Why should I have to pay for their lack of responsibility?
Because "Herd Immunity," that's why. As those "irresponsible schmucks" begin to die, they don't just switch off like a lightbulb. As their bodies' defenses begin to fail, various infectious diseases of one kind or another set up shop in their bodies and begin cranking out one communicable illness after another. Don't think of that guy with the failing liver as just some alkie getting what he deserves. Think of him instead as the walking tuberculosis distributor who breathes the same air you do. As much as you might want to think of yourself as some rugged individualist, the awful fact is that you are part of a big old herd of people, and the health of the herd eventually becomes your health. See "Masque of the Red Death" for an illustration or look up "Mary Mallon" for an example of what your the hotel maid or the fast food cook you never even meet can do to you.
Of course, that's the ROI, self-interested, purely selfish argument I'm frankly sick of making. Let's pretend your health really was firewalled from everyone else. Let's suppose we're talking about some old drunk dying of richly deserved delerium tremens. Why should we give him anything?
We treat him not because he deserves it. We treat him because we're human beings. We treat him because we are a civilized people who do not simply stand by and watch while our fellow human beings die screaming. We treat him because there's NO religious or philosophical school of thought apart from monsters like Rand and Nietzsche that condones not treating him. You can't refuse to treat him and continue to call yourself a Christian, a Muslim, a Mormon, a Buddhist, or a Jew.
Oh God, I can already hear you whine, "But that's the role of private charity..." Apart from Tesla Museums, private charity is not how we get things done in this country. This is why we don't close down the VA in favor of the Red Cross. This is why our mail doesn't get delivered by a coalition of marathon runners. When We the People choose to act, we do so under the organizing principles of government.

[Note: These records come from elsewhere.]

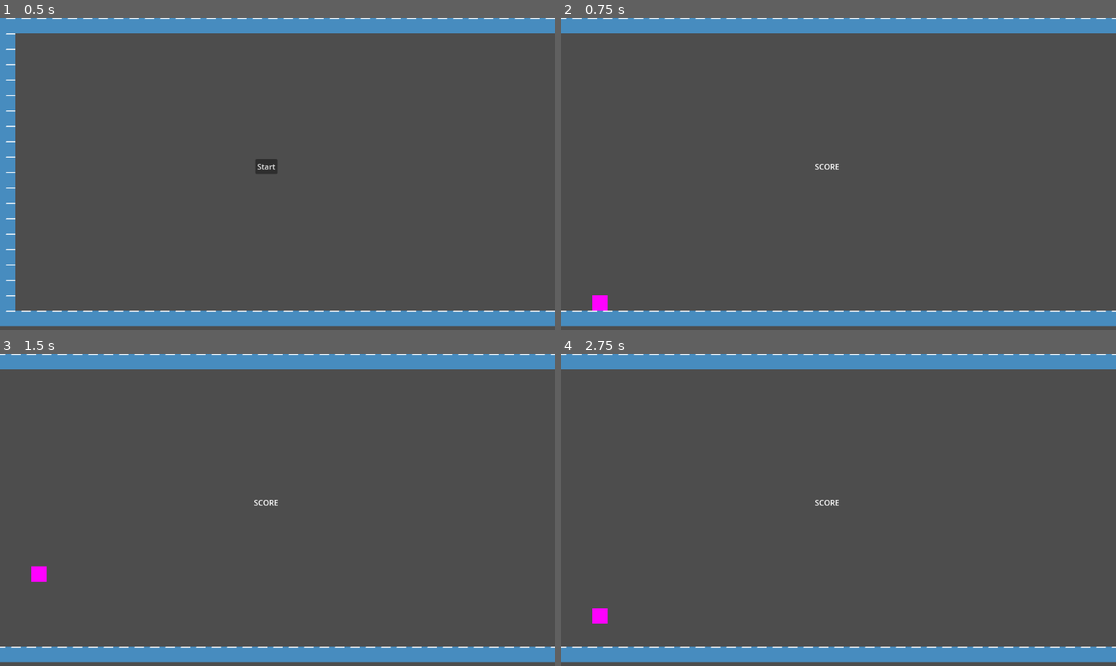
Above: before the commit, frames 1-4 (two rows, left to right).
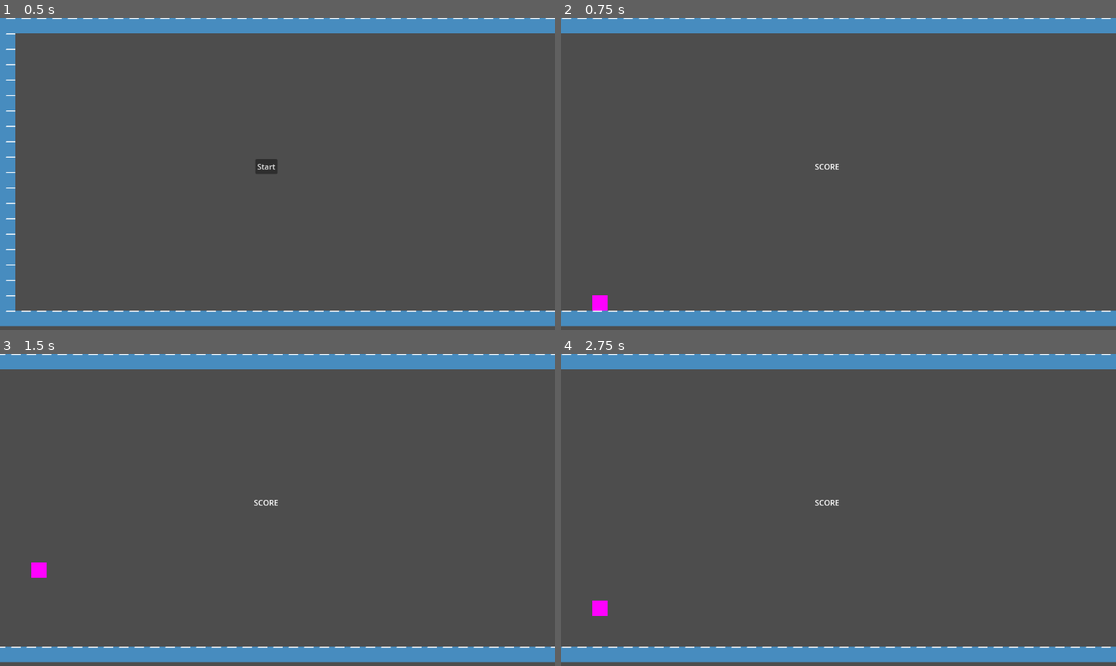
Above: after the commit, the same moments.

Repository: sweti-yeti/ethglobal-newyork-2023
Game: Godot game, scene res://main.tscn
Same seed, same stepped clock (60 frames per second), same inputs: the game is played once before the commit and once after it. The engine's default icon, where the game draws it, is replaced by a stand-in: a white triangle on a blue panel in a dark square.
Inputs:
- Up to frame 1 (0.5 s): no input
- Up to frame 2 (0.75 s): click "Start" at 0.5 s
- Up to frame 3 (1.5 s): tap Enter (ui_accept) at 1.25 s
- Up to frame 4 (2.75 s): tap Enter (ui_accept) at 1.52, 2.27 s

Frame 1 is identical in both runs. In frame 2, 0.6% of the frame differs, in the area x 0-100%, y 0-95%; in frame 3, less than 0.1%; in frame 4, 0.8%.

Commit message:
update physics config

Diff:
--- a/game/client/project.godot
+++ b/game/client/project.godot
@@ -27,6 +27,8 @@
 
 [physics]
 
+common/physics_ticks_per_second=30
+common/physics_jitter_fix=0.0
 2d/default_gravity=4096.0
 
 [rendering]
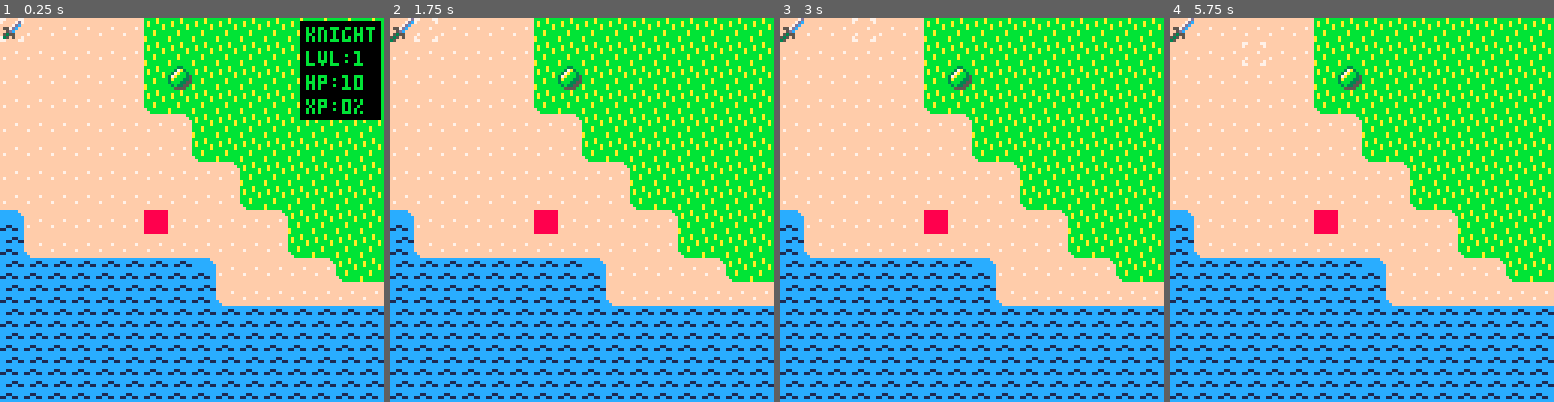
Above: before the commit, frames 1-4 (left to right).
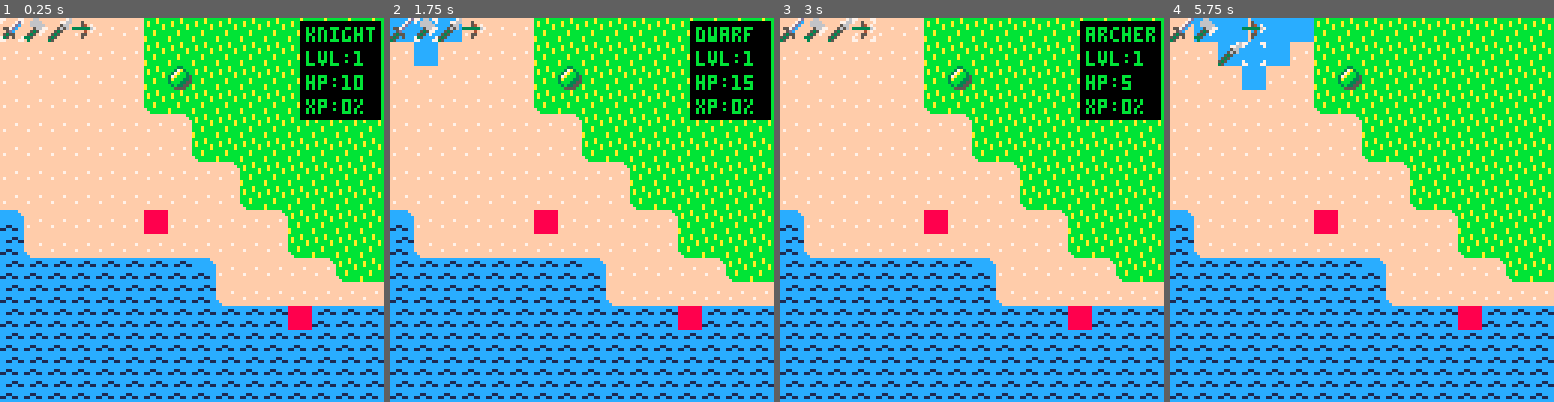
Above: after the commit, the same moments.

Repository: cstephen/PICO-8-Tactics
Game: PICO-8 cartridge tactics.p8
The game is run twice, just before and just after one commit, with the same random seed, the same clock (stepped at 60 frames per second) and the same inputs.
Inputs:
- Up to frame 1 (0.25 s): no input
- Up to frame 2 (1.75 s): tap X (X key) at 0.33, 1.07 s; tap O (Z key) at 0.7, 1.7 s; hold Right from 1.6 s (still down)
- Up to frame 3 (3 s): tap X (X key) at 1.85, 2.97 s; release Right at 2.1 s; tap O (Z key) at 2.1, 2.5, 2.9 s; hold Up 2.15-2.42 s; hold Right from 2.47 s (still down)
- Up to frame 4 (5.75 s): release Right at 3.03 s; hold Left 3.08-3.58 s; tap O (Z key) every 0.4 s from 3.3 to 5.7 s; hold Down 3.63-3.97 s; hold Right 4.02-4.68 s; tap X (X key) at 4.08, 5.2 s; hold Up 4.73-5.03 s; hold Left 5.08-5.68 s; hold Down from 5.73 s (still down)

The runs differ from the first frame. In frame 1, 0.8% of the frame differs, in the area x 6-82%, y 0-82%; in frame 2, 6.4%, in the area x 0-100%, y 0-82%; in frame 3, 5.4%; in frame 4, 3.8%.

Commit message:
Add more units and portals.

Diff:
--- a/tactics.p8
+++ b/tactics.p8
@@ -164,7 +164,12 @@
   gridclear(g_typemask, "neutral")
 
   add(g_units.evil, createunit("portal", 1, "evil", 24, 8))
+  add(g_units.evil, createunit("portal", 1, "evil", 30, 12))
+
+  add(g_units.good, createunit("dwarf", 1, "good", 19, 0))
   add(g_units.good, createunit("knight", 1, "good", 18, 0))
+  add(g_units.good, createunit("lancer", 1, "good", 20, 0))
+  add(g_units.good, createunit("archer", 1, "good", 21, 0))
 
   for i=0, g_gridsize.x do
     for j=0, g_gridsize.y do
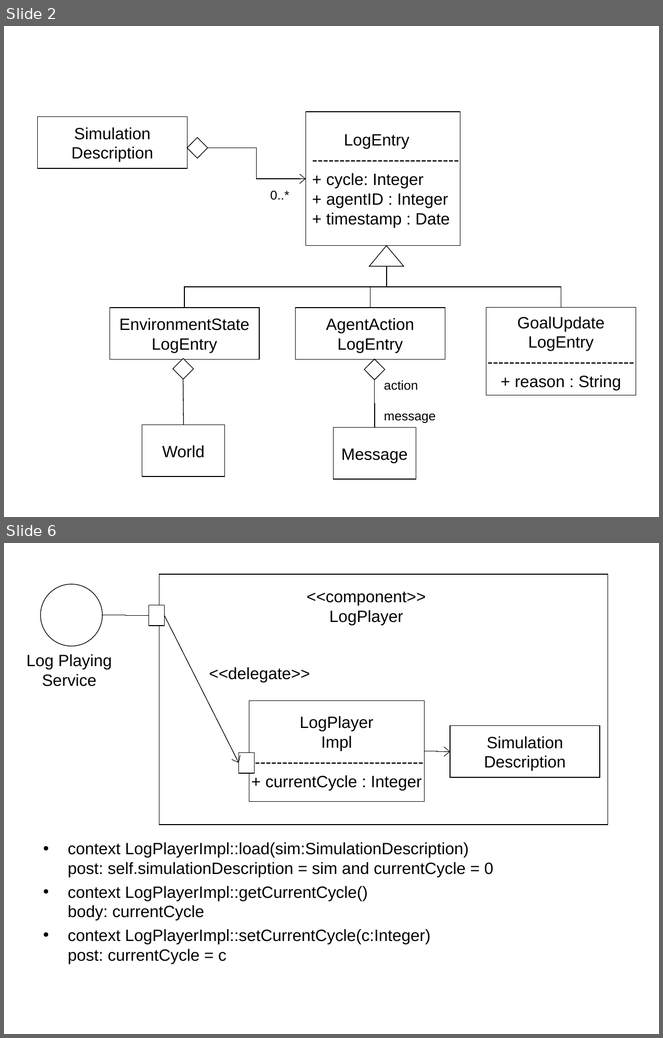
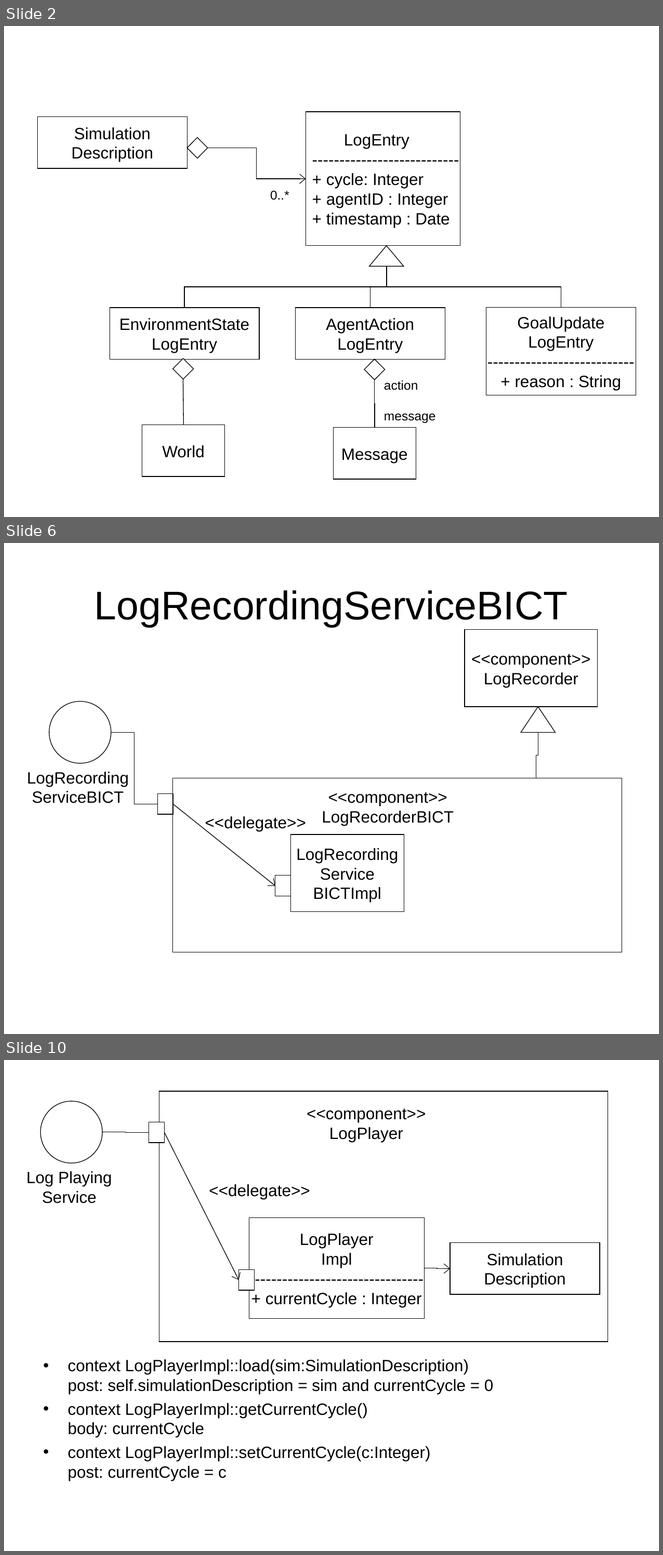
Before and after one commit to krishprince/rollerslam, a slide deck: docs/Logging/LoggingPIM.ppt. Shown one above the other, each under a label of ours: slides 2 and 6 before the commit, slides 2, 6 and 10 after it; the slides between them are not shown. The pictures are 663x1038 and 663x1555 pixels, drawn with LibreOffice and Linux fonts; fonts in the diff are those of the drawing. Boxes give left, top, right and bottom in pixels: in the first picture for what was removed or moved away, otherwise in the second. Text is boxed around its words. In the diff, an @@ line names an element or a change of style, - is before the commit and + after.

Commit message:
LogRecording BICT implementation and models.

```diff
--- a/docs/Logging/LoggingPIM.ppt
+++ b/docs/Logging/LoggingPIM.ppt
@@ slide 6 added at (4, 543, 659, 1034), background #FFFFFF @@
@@ title added at (94, 590, 568, 627), 44 pt, text #000000 @@
+LogRecordingServiceBICT
@@ rectangle added at (465, 629, 598, 707), fill #FFFFFF, outline #000000 0.74 pt, 18 pt, text #000000 @@
+<<component>>
+LogRecorder
@@ ellipse added at (49, 702, 111, 764), fill #FFFFFF, outline #000000 0.74 pt @@
@@ triangle added at (521, 707, 556, 732), fill #FFFFFF, outline #000000 0.74 pt @@
@@ elbow line added from (111, 732) to (157, 805), #000000 0.74 pt @@
@@ elbow line added from (538, 732) to (536, 778), #000000 0.74 pt @@
@@ text added at (27, 772, 129, 804), 18 pt, text #000000 @@
+LogRecording
+ServiceBICT
@@ rectangle added at (173, 778, 622, 952), fill #FFFFFF, outline #000000 0.74 pt @@
@@ text added at (322, 792, 454, 826), 18 pt, text #000000 @@
+<<component>>
+LogRecorderBICT
@@ rectangle added at (157, 794, 173, 815), fill #FFFFFF, outline #000000 0.74 pt @@
@@ arrow added from (173, 805) to (275, 886), #000000 0.74 pt @@
@@ text added at (205, 817, 306, 832), 18 pt, text #000000 @@
+<<delegate>>
@@ rectangle added at (291, 835, 404, 912), fill #FFFFFF, outline #000000 0.74 pt, 18 pt, text #000000 @@
+LogRecording
+Service
+BICTImpl
@@ rectangle added at (275, 876, 291, 897), fill #FFFFFF, outline #000000 0.74 pt @@
@@ what was slide 6 is now slide 10 @@
```
Also in this commit, not shown: 4 slides changed, 4 other slides added, 3 other files.
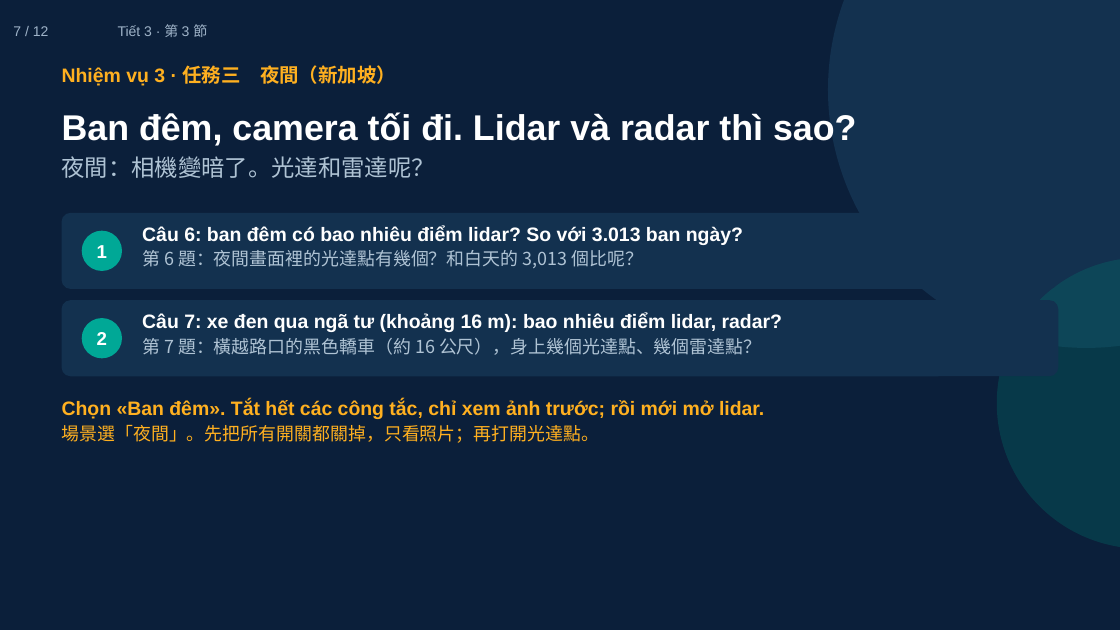
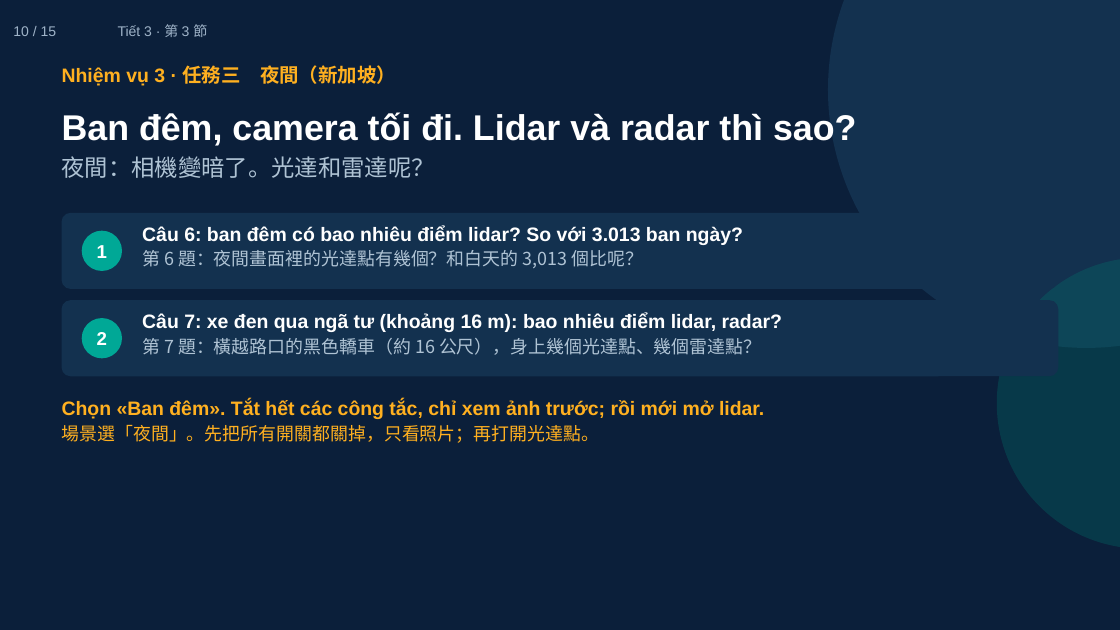
Before and after one commit to ch-neural/MITUST-Principles-of-Self-Driving-Cars, a slide deck: slide 10 of 第七週(10-22)/第七週_第3節_簡報.pptx (slide 7 before the commit). Drawn at 1120x630 pixels with LibreOffice and Linux fonts; fonts in the diff are those of the drawing. Boxes give left, top, right and bottom in pixels: in the first picture for what was removed or moved away, otherwise in the second. Text is boxed around its words. In the diff, an @@ line names an element or a change of style, - is before the commit and + after.

```diff
--- a/第七週(10-22)/第七週_第3節_簡報.pptx
+++ b/第七週(10-22)/第七週_第3節_簡報.pptx
@@ text at [13,26,57,36]: text changed @@
-7 / 12
+10 / 15
```
Also in this commit, not shown: 10 other slides changed, 3 slides added, 1 other file.
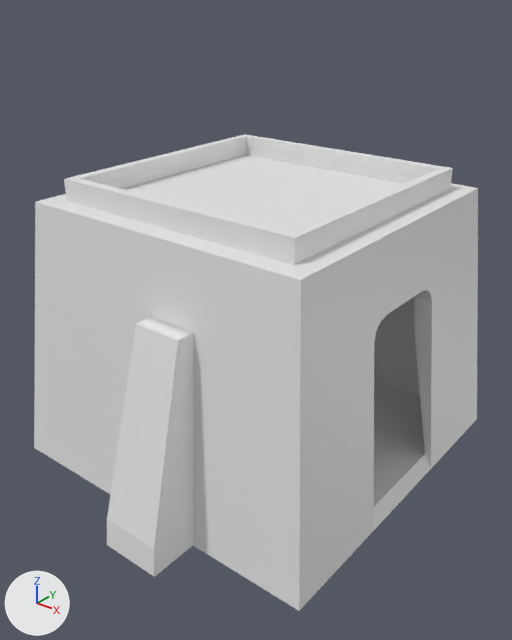
One commit to the FBX model Assets/Models/Aridis/square building.fbx: the scene before it, then after it.
Rendered twice from a 50 mm camera at (11.58, -14.81, 9.22) aimed at (0.63, -1.12, 0.73). The lights are fixed; the arrows at lower left show +X, +Y and +Z. Where no turn or scale is listed for an object, it has been applied to the vertices.

The older version as bpy lines, for what is in view:
```python
me_cube_003 = bpy.data.meshes.new('Cube.003')
me_cube_003.from_pydata(...)  # 138 vertices, 127 faces; spans x -6.49..3.53, y -5.77..5.61, z -0.02..8.35
me_cube_003.materials.append(mat_material)  # white #e7e7e7
ob_square_building = bpy.data.objects.new('Square building', me_cube_003)
ob_square_building.location = (1.48, -0.6, -3.88)
```
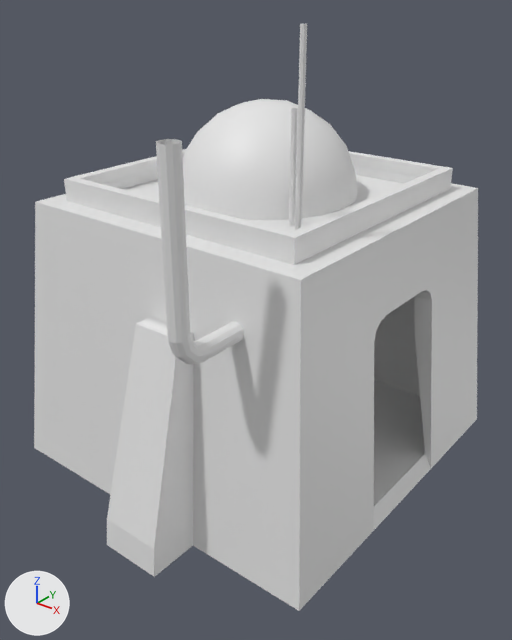
Boxes [x1, y1, x2, y2] around the edits, measured in the pictures (512 x 640 px):
'Roof - square building', added
    after: [183, 99, 357, 220]
'Chimney', added
    after: [156, 139, 244, 364]
'Antenas', added
    after: [289, 24, 307, 230]

Edits to the bpy script that builds the scene:
```text
Add me_plane_002:
    me_plane_002.from_pydata(...)  # 72 vertices, 61 faces; spans x -0.23..0.23, y -0.23..1.78, z -4.55..0.0
Add me_cylinder_005:
    me_cylinder_005.from_pydata(...)  # 32 vertices, 20 faces; spans x -0.98..0.07, y -0.07..1.09, z -2.25..2.25
Add me_icosphere_001:
    me_icosphere_001.from_pydata(...)  # 91 vertices, 160 faces; spans x -2.53..2.39, y -2.23..2.7, z -1.49..0.97
Add ob_chimney:
    ob_chimney = bpy.data.objects.new('Chimney', me_plane_002)
    ob_chimney.location = (2.71, -6.12, 6.65)
Add ob_antenas:
    ob_antenas = bpy.data.objects.new('Antenas', me_cylinder_005)
    ob_antenas.location = (3.05, -2.67, 6.13)
Add ob_roof___square_building:
    ob_roof___square_building = bpy.data.objects.new('Roof - square building', me_icosphere_001)
    ob_roof___square_building.location = (0.0, 0.0, 5.37)
```

Why should we have to pay for this? Well, mainly because you have a choice between putting patients in hospitals or walking over the highly infectious dying in the street. Because we as a society pay less by writing a few scrips than we do by trying to employ enough cops, prisons and CDC resources to handle the chaos caused by the desperate and dying.
But mainly because if you've ever actually seen another human being suffer and die -- and I don't mean Grandma passing in her sleep -- then you'd never even ask the question.